(Given data begins)

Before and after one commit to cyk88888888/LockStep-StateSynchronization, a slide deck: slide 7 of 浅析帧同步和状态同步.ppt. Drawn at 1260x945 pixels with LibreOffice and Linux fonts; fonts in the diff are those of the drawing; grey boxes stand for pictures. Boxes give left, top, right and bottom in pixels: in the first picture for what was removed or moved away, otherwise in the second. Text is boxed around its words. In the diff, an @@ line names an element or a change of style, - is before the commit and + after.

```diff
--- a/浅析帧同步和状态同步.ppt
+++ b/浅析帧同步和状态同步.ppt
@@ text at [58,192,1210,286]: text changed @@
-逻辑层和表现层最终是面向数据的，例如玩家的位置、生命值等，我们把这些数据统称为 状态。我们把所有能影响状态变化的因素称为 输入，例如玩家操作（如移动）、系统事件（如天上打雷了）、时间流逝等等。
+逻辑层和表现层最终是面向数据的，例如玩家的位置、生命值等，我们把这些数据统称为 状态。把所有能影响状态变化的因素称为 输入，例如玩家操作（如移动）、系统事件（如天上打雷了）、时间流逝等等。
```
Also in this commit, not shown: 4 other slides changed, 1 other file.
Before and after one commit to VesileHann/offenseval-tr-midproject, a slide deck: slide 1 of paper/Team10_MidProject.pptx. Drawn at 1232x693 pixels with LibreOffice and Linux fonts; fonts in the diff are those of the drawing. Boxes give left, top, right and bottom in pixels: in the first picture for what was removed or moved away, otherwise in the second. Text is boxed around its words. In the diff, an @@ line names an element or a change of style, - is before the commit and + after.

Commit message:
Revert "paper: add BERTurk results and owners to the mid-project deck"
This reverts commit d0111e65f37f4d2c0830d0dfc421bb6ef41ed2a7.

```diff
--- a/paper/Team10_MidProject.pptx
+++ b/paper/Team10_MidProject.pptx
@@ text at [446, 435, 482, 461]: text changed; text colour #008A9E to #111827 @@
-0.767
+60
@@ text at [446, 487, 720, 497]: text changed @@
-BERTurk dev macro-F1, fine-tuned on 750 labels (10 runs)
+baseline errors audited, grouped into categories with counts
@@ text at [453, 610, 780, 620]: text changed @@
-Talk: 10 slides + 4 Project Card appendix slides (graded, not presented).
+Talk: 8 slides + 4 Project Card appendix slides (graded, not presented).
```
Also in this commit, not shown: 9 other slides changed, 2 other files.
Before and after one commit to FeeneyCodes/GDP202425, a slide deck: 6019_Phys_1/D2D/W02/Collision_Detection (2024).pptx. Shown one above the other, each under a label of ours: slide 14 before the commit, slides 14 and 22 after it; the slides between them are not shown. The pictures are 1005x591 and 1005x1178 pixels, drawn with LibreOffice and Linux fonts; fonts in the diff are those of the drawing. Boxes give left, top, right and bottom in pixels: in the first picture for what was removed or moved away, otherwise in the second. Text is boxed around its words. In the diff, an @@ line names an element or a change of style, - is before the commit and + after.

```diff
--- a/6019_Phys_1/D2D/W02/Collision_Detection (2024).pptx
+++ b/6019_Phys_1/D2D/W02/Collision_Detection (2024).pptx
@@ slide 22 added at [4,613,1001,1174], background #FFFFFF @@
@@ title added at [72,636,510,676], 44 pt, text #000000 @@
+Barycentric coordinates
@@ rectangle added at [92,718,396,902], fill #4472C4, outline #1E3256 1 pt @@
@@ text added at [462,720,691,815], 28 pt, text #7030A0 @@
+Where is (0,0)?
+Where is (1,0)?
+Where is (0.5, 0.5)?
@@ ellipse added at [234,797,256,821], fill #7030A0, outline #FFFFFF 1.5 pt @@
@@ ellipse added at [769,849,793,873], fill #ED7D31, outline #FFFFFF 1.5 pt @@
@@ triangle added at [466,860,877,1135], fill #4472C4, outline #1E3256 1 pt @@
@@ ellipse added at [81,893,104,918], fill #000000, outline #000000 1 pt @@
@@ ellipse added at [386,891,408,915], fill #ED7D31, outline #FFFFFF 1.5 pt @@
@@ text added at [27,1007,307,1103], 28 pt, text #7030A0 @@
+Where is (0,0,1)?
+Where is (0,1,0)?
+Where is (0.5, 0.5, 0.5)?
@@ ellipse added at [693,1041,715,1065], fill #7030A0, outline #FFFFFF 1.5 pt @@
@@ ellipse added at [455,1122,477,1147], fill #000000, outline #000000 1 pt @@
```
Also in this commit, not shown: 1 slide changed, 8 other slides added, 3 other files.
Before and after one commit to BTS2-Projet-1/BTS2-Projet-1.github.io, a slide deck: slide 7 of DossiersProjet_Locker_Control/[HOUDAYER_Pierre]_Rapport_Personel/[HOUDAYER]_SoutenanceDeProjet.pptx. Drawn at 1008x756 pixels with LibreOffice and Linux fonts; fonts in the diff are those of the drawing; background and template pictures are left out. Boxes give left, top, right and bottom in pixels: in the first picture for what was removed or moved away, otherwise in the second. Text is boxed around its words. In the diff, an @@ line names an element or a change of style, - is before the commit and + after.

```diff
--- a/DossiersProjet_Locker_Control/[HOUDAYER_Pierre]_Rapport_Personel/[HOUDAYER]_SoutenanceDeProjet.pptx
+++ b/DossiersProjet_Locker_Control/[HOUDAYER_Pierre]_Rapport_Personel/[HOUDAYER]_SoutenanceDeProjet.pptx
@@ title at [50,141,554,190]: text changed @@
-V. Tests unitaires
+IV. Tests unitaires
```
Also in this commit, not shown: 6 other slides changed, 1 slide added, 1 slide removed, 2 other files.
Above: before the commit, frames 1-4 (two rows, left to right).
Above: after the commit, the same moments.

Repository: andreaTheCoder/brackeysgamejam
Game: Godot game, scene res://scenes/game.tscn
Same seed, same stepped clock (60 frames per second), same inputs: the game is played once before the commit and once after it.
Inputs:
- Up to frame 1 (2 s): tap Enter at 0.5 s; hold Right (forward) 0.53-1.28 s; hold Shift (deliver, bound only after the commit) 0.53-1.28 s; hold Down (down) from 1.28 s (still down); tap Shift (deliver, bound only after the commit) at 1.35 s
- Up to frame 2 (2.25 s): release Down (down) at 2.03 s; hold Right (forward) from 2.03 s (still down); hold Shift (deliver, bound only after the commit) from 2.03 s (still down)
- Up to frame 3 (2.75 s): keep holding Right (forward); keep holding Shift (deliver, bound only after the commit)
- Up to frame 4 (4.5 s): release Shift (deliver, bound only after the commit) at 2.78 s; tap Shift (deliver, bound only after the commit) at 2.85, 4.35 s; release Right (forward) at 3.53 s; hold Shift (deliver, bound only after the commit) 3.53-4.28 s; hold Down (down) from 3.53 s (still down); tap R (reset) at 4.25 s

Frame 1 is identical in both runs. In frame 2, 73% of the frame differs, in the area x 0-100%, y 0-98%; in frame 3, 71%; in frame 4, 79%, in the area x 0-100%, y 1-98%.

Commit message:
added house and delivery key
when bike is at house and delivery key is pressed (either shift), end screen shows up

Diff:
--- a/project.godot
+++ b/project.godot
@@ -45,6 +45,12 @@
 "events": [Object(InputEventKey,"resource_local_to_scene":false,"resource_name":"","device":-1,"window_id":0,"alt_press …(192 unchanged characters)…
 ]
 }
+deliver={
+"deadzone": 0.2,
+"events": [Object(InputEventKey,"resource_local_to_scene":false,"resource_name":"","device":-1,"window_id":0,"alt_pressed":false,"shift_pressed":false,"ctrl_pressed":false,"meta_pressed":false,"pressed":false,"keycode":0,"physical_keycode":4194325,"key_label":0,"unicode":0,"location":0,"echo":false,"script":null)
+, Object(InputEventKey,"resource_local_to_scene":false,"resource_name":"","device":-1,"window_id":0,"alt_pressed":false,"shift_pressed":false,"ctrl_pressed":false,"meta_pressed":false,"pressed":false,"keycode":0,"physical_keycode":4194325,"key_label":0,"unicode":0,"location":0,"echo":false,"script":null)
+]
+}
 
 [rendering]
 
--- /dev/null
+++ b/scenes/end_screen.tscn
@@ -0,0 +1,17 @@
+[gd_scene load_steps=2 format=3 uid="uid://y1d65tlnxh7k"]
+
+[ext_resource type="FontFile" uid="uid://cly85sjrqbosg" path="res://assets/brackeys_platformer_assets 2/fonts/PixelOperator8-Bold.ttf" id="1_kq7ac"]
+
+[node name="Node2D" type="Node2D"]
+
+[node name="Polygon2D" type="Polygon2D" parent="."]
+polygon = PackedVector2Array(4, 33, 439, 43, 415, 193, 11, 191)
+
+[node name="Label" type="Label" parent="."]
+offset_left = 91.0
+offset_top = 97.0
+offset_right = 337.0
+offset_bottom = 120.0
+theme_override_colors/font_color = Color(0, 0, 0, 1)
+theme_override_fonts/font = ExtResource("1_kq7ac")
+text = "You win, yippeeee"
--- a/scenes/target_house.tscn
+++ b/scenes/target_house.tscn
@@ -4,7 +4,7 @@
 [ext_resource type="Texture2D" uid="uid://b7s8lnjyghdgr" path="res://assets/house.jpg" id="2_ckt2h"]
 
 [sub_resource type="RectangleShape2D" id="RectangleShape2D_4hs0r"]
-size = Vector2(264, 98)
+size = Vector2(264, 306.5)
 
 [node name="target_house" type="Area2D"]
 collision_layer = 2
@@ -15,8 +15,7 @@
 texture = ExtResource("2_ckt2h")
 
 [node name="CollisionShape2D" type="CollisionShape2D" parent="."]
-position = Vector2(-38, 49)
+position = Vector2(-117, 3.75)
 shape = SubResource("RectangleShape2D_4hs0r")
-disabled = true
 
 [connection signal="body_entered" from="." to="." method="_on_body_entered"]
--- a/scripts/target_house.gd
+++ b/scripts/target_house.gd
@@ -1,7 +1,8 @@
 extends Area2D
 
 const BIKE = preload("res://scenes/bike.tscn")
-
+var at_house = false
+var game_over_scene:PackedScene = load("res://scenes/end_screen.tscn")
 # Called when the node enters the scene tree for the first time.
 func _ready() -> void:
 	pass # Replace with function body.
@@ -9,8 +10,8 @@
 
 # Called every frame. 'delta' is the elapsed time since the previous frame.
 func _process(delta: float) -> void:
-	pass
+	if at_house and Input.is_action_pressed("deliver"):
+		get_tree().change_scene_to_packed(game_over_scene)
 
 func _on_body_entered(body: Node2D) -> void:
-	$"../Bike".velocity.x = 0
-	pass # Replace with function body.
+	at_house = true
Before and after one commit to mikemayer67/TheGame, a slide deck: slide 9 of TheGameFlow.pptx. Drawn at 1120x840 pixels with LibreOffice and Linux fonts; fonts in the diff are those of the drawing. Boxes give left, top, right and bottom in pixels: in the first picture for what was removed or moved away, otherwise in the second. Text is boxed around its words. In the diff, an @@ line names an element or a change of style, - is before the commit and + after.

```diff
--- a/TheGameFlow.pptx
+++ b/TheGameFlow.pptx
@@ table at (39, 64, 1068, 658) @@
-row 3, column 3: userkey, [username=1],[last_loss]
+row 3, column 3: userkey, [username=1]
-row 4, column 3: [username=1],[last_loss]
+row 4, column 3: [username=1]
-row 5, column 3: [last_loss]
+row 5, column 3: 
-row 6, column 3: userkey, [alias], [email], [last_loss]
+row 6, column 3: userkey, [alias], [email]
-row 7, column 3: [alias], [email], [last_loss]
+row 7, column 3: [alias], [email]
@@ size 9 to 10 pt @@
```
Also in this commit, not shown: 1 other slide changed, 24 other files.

(Given data ends)

* _Problem description_: Looking at the records above, which lines contain "graded"? Copy those lines.

* _Response below_:
-Talk: 10 slides + 4 Project Card appendix slides (graded, not presented).
+Talk: 8 slides + 4 Project Card appendix slides (graded, not presented).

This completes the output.